Smart urban utility management using ML-based prediction of pipeline performance in the sustainable water supply network of Jamshedpur industrial city
摘要
Urban pipeline infrastructure plays a vital role in ensuring the operational efficiency and service reliability of modern utility systems, especially in industrial regions. While previous studies have focused primarily on pipe failure prediction, limited research has addressed the forecasting of key pipeline performance indicators such as velocity, pressure, and head loss within the context of infrastructure asset management. This study investigates the performance of advanced machine learning (ML) models, PSO-ANN, Genetic CNN, Quantum SVR, Fuzzy Logic Tree, and Bayesian GPR, in predicting three critical output variables: velocity, head loss, and pressure. A dataset comprising 91 instances with geometric and hydraulic descriptors was employed, and descriptive statistics revealed significant variability in flow-dependent parameters. SHAP-based sensitivity analysis highlighted elevation (0.9287) as the dominant factor for pressure prediction, while flow rate (0.4574) and diameter (0.2273) strongly influenced head loss. For velocity, flow rate (0.1139) emerged as the most influential, though other parameters also contributed, justifying their inclusion in the modeling framework. The models were trained using data from the Gadhra Water Distribution Network (District Metered Area-03) in East Singhbhum, Jamshedpur, India.
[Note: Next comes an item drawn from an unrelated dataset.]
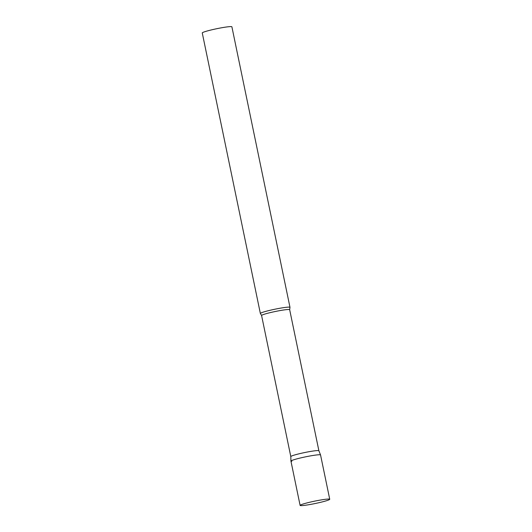 <?xml version="1.0" encoding="UTF-8"?>
<svg xmlns="http://www.w3.org/2000/svg" width="532" height="532" viewBox="0 0 532 532"><rect width="100%" height="100%" fill="white"/><g stroke="black" fill="none" stroke-linecap="round" stroke-linejoin="round"><path stroke-width="0.8" d="M291.809 461.33A15.129 1.217 -11.7 0 1 290.931 461.091A15.129 1.217 -11.7 0 1 303.18 457.347A15.129 1.217 -11.7 0 1 319.685 454.754A15.129 1.217 -11.7 0 1 320.557 454.96A15.129 1.217 168.3 0 0 300.726 457.906A15.129 1.217 168.3 0 0 290.938 461.111L300.108 505.4A15.129 1.217 168.3 0 0 319.945 502.467A15.129 1.217 168.3 0 0 329.734 499.262A15.129 1.217 168.3 0 0 309.897 502.201A15.129 1.217 168.3 0 0 300.108 505.4M290.931 461.091L290.805 456.576A14.337 1.15 -11.7 0 1 290.805 456.576A14.337 1.15 -11.7 0 1 302.409 453.031A14.337 1.15 -11.7 0 1 318.056 450.571A14.337 1.15 -11.7 0 1 318.881 450.764A14.337 1.15 -11.7 0 1 318.887 450.777L289.667 309.697L289.967 307.416A15.129 1.217 -11.7 0 0 289.987 307.336L231.892 26.819A15.129 1.217 -11.7 0 0 231.014 26.6A15.129 1.217 -11.7 0 0 214.409 29.213A15.129 1.217 -11.7 0 0 202.266 32.957L260.361 313.468A15.129 1.217 -11.7 0 1 272.504 309.73A15.129 1.217 -11.7 0 1 289.109 307.117A15.129 1.217 -11.7 0 1 289.987 307.336M290.805 456.589L261.584 315.509L260.407 313.541A15.129 1.217 -11.7 0 1 260.361 313.468M261.584 315.509A14.337 1.15 -11.7 0 1 273.096 311.965A14.337 1.15 -11.7 0 1 288.843 309.491A14.337 1.15 -11.7 0 1 289.667 309.697M318.881 450.764L320.557 454.96L329.734 499.262"/></g></svg>
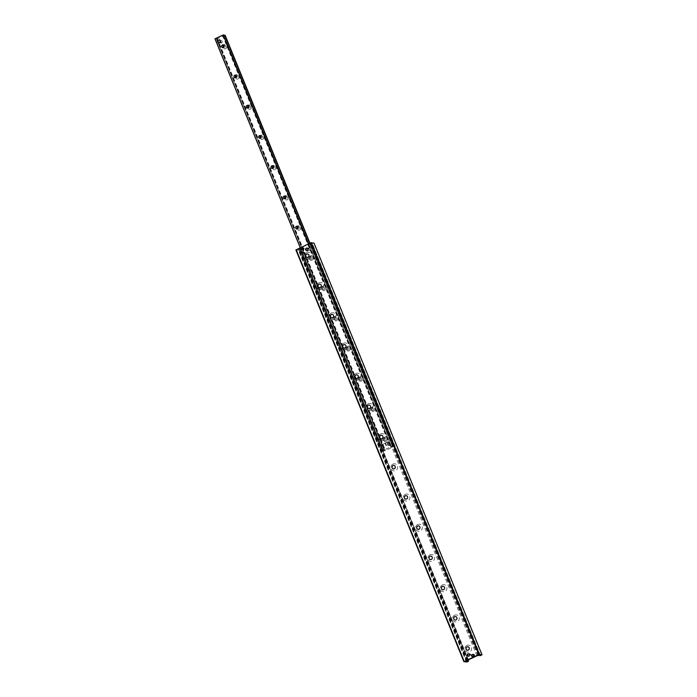 <?xml version="1.0" encoding="UTF-8"?>
<svg xmlns="http://www.w3.org/2000/svg" width="697" height="697" viewBox="0 0 697 697"><rect width="100%" height="100%" fill="white"/><g stroke="black" fill="none" stroke-linecap="round" stroke-linejoin="round"><path stroke-width="0.52" stroke-dasharray="3.48 2.61" d="M306.645 252.575A3.555 3.346 -79.6 0 0 305.948 258.683A3.555 3.346 -79.6 0 0 311.289 256.147A3.555 3.346 -79.6 0 0 306.645 252.575M307.665 253.952L307.691 253.952A1.769 1.664 100.4 0 1 309.006 255.991A1.769 1.664 100.4 0 1 307.037 257.428L307.055 257.428M318.973 282.79A3.555 3.346 -79.6 0 0 318.285 288.898A3.555 3.346 -79.6 0 0 323.626 286.371A3.555 3.346 -79.6 0 0 318.973 282.79M319.993 284.167L320.019 284.176A1.769 1.664 100.4 0 1 321.343 286.214A1.769 1.664 100.4 0 1 319.374 287.643L319.383 287.643M331.31 313.005A3.555 3.346 -79.6 0 0 330.613 319.121A3.555 3.346 -79.6 0 0 335.954 316.586A3.555 3.346 -79.6 0 0 331.31 313.005M332.33 314.391L332.356 314.391A1.769 1.664 100.4 0 1 333.671 316.429A1.769 1.664 100.4 0 1 331.702 317.867L331.72 317.867M343.638 343.229A3.555 3.346 -79.6 0 0 342.941 349.336A3.555 3.346 -79.6 0 0 348.282 346.801A3.555 3.346 -79.6 0 0 343.638 343.229M344.658 344.606L344.684 344.614A1.769 1.664 100.4 0 1 344.684 344.614A1.769 1.664 100.4 0 1 346 346.644A1.769 1.664 100.4 0 1 344.039 348.082L344.022 348.082M355.967 373.444A3.555 3.346 -79.6 0 0 355.278 379.551A3.555 3.346 -79.6 0 0 360.619 377.025A3.555 3.346 -79.6 0 0 355.967 373.444M357.021 374.829L356.995 374.829A1.769 1.664 100.4 0 1 358.336 376.868A1.769 1.664 100.4 0 1 356.385 378.305A1.769 1.664 100.4 0 1 356.367 378.297L356.35 378.297M368.304 403.668A3.555 3.346 -79.6 0 0 367.607 409.775A3.555 3.346 -79.6 0 0 372.947 407.24A3.555 3.346 -79.6 0 0 368.304 403.668M369.349 405.044L369.323 405.044A1.769 1.664 100.4 0 1 370.665 407.083A1.769 1.664 100.4 0 1 368.696 408.52L368.687 408.52M380.632 433.882A3.555 3.346 -79.6 0 0 379.943 439.99A3.555 3.346 -79.6 0 0 385.284 437.463A3.555 3.346 -79.6 0 0 380.632 433.882M381.686 435.268L381.651 435.259A1.769 1.664 100.4 0 1 383.002 437.307A1.769 1.664 100.4 0 1 381.032 438.735L381.015 438.735M392.969 464.097A3.555 3.346 -79.6 0 0 392.272 470.214A3.555 3.346 -79.6 0 0 397.612 467.678A3.555 3.346 -79.6 0 0 392.969 464.097M394.014 465.483L393.988 465.483A1.769 1.664 100.4 0 1 395.33 467.521A1.769 1.664 100.4 0 1 393.361 468.959L393.378 468.959M405.297 494.321A3.555 3.346 -79.6 0 0 404.608 500.429A3.555 3.346 -79.6 0 0 409.949 497.893A3.555 3.346 -79.6 0 0 405.297 494.321M406.316 495.698L406.342 495.706A1.769 1.664 100.4 0 1 406.342 495.706A1.769 1.664 100.4 0 1 407.667 497.736A1.769 1.664 100.4 0 1 405.698 499.174L405.706 499.174M417.634 524.536A3.555 3.346 -79.6 0 0 416.937 530.644A3.555 3.346 -79.6 0 0 422.277 528.117A3.555 3.346 -79.6 0 0 417.634 524.536M418.653 525.913L418.679 525.921A1.769 1.664 100.4 0 1 419.995 527.96A1.769 1.664 100.4 0 1 418.043 529.398A1.769 1.664 100.4 0 1 418.026 529.389L418.043 529.398M429.962 554.76A3.555 3.346 -79.6 0 0 429.265 560.867A3.555 3.346 -79.6 0 0 434.606 558.332A3.555 3.346 -79.6 0 0 429.962 554.76M430.981 556.136L431.007 556.136A1.769 1.664 100.4 0 1 432.323 558.175A1.769 1.664 100.4 0 1 430.363 559.613L430.371 559.613M442.29 584.975A3.555 3.346 -79.6 0 0 441.602 591.082A3.555 3.346 -79.6 0 0 446.943 588.556A3.555 3.346 -79.6 0 0 442.29 584.975M443.318 586.351L443.344 586.36A1.769 1.664 100.4 0 1 444.66 588.399A1.769 1.664 100.4 0 1 442.691 589.828L442.708 589.828M454.627 615.19A3.555 3.346 -79.6 0 0 453.93 621.306A3.555 3.346 -79.6 0 0 459.271 618.77A3.555 3.346 -79.6 0 0 454.627 615.19M455.646 616.575L455.672 616.575A1.769 1.664 100.4 0 1 456.988 618.614A1.769 1.664 100.4 0 1 455.019 620.051M466.955 645.413A3.555 3.346 -79.6 0 0 466.267 651.521A3.555 3.346 -79.6 0 0 471.608 648.985A3.555 3.346 -79.6 0 0 466.955 645.413M468.009 646.799L467.975 646.79A1.769 1.664 100.4 0 1 468.009 646.799A1.769 1.664 100.4 0 1 469.325 648.829A1.769 1.664 100.4 0 1 467.356 650.266L467.365 650.266M302.698 249.718A1.019 0.958 -79.6 0 0 304.127 249.003A1.019 0.958 -79.6 0 0 303.047 247.818M472.679 654.683A1.019 0.958 -79.6 0 0 472.871 656.618A1.019 0.958 -79.6 0 0 474.004 655.79A1.019 0.958 -79.6 0 0 472.679 654.683M306.828 248.271A1.202 1.133 -79.6 0 0 307.055 250.554A1.202 1.133 -79.6 0 0 308.388 249.57A1.202 1.133 -79.6 0 0 306.828 248.271M468.515 653.978A1.202 1.133 -79.6 0 0 468.75 656.26A1.202 1.133 -79.6 0 0 470.083 655.285A1.202 1.133 -79.6 0 0 468.515 653.978A1.246 1.176 -79.6 0 0 468.741 656.304A1.246 1.176 -79.6 0 0 470.118 655.285A1.246 1.176 -79.6 0 0 468.506 653.943M295.911 249.953L298.978 250.275L300.573 249.465L298.638 249.744L299.344 248.611L308.867 244.098L311.637 243.48L312.308 243.471L311.925 244.037L313.998 243.114M468.245 659.911L300.233 248.193L468.245 659.92M468.436 659.832L300.407 248.115M385.964 441.515A2.283 2.152 -79.6 0 0 386.417 437.585A2.283 2.152 -79.6 0 0 382.975 439.215A2.283 2.152 -79.6 0 0 385.964 441.515M385.336 440.643A1.377 1.298 100.4 0 1 383.542 439.154A1.377 1.298 100.4 0 1 386.121 439.215A1.377 1.298 100.4 0 1 385.336 440.643M383.786 440.356A1.377 1.298 100.4 0 1 381.991 438.866A1.377 1.298 100.4 0 1 384.57 438.927A1.377 1.298 100.4 0 1 383.786 440.356M373.636 411.3A2.283 2.152 -79.6 0 0 374.08 407.37A2.283 2.152 -79.6 0 0 370.647 409A2.283 2.152 -79.6 0 0 373.636 411.3M373 410.42A1.377 1.298 100.4 0 1 371.213 408.93A1.377 1.298 100.4 0 1 373.784 408.991A1.377 1.298 100.4 0 1 373 410.42M371.449 410.141A1.377 1.298 100.4 0 1 369.663 408.651A1.377 1.298 100.4 0 1 372.233 408.703A1.377 1.298 100.4 0 1 371.449 410.141M361.307 381.085A2.283 2.152 -79.6 0 0 361.752 377.147A2.283 2.152 -79.6 0 0 358.31 378.776A2.283 2.152 -79.6 0 0 361.307 381.085M360.671 380.205A1.377 1.298 100.4 0 1 358.877 378.715A1.377 1.298 100.4 0 1 361.455 378.776A1.377 1.298 100.4 0 1 360.671 380.205M359.121 379.917A1.377 1.298 100.4 0 1 357.326 378.427A1.377 1.298 100.4 0 1 359.905 378.488A1.377 1.298 100.4 0 1 359.121 379.917M348.97 350.861A2.283 2.152 -79.6 0 0 349.415 346.932A2.283 2.152 -79.6 0 0 345.982 348.561A2.283 2.152 -79.6 0 0 348.97 350.861M348.334 349.981A1.377 1.298 100.4 0 1 346.548 348.491A1.377 1.298 100.4 0 1 349.119 348.552A1.377 1.298 100.4 0 1 348.334 349.981M346.784 349.702A1.377 1.298 100.4 0 1 344.998 348.212A1.377 1.298 100.4 0 1 347.568 348.273A1.377 1.298 100.4 0 1 346.784 349.702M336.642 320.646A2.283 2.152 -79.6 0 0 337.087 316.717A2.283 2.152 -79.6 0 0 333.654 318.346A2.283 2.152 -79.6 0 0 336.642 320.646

Model evaluation was conducted using R², RMSE, MAE, and MAPE. Results demonstrated a clear performance hierarchy, with Bayesian GPR and Fuzzy Logic Tree exhibiting superior accuracy and stability (R² ≥ 0.98, RMSE ≤ 0.06, MAPE ≤ 0.13), whereas PSO-ANN and Genetic CNN showed relatively weaker performance. The near-perfect R² observed for Fuzzy Logic Tree reflects the small dataset size and its high capacity, highlighting that generalization may be limited in larger or unseen datasets. The analysis of regressor plots, residual distributions, and normalized accuracy matrices further validated these findings. Overall, the study establishes Bayesian GPR and Fuzzy Logic Tree as robust predictive tools for hydraulic modeling while acknowledging dataset constraints that may affect generalization.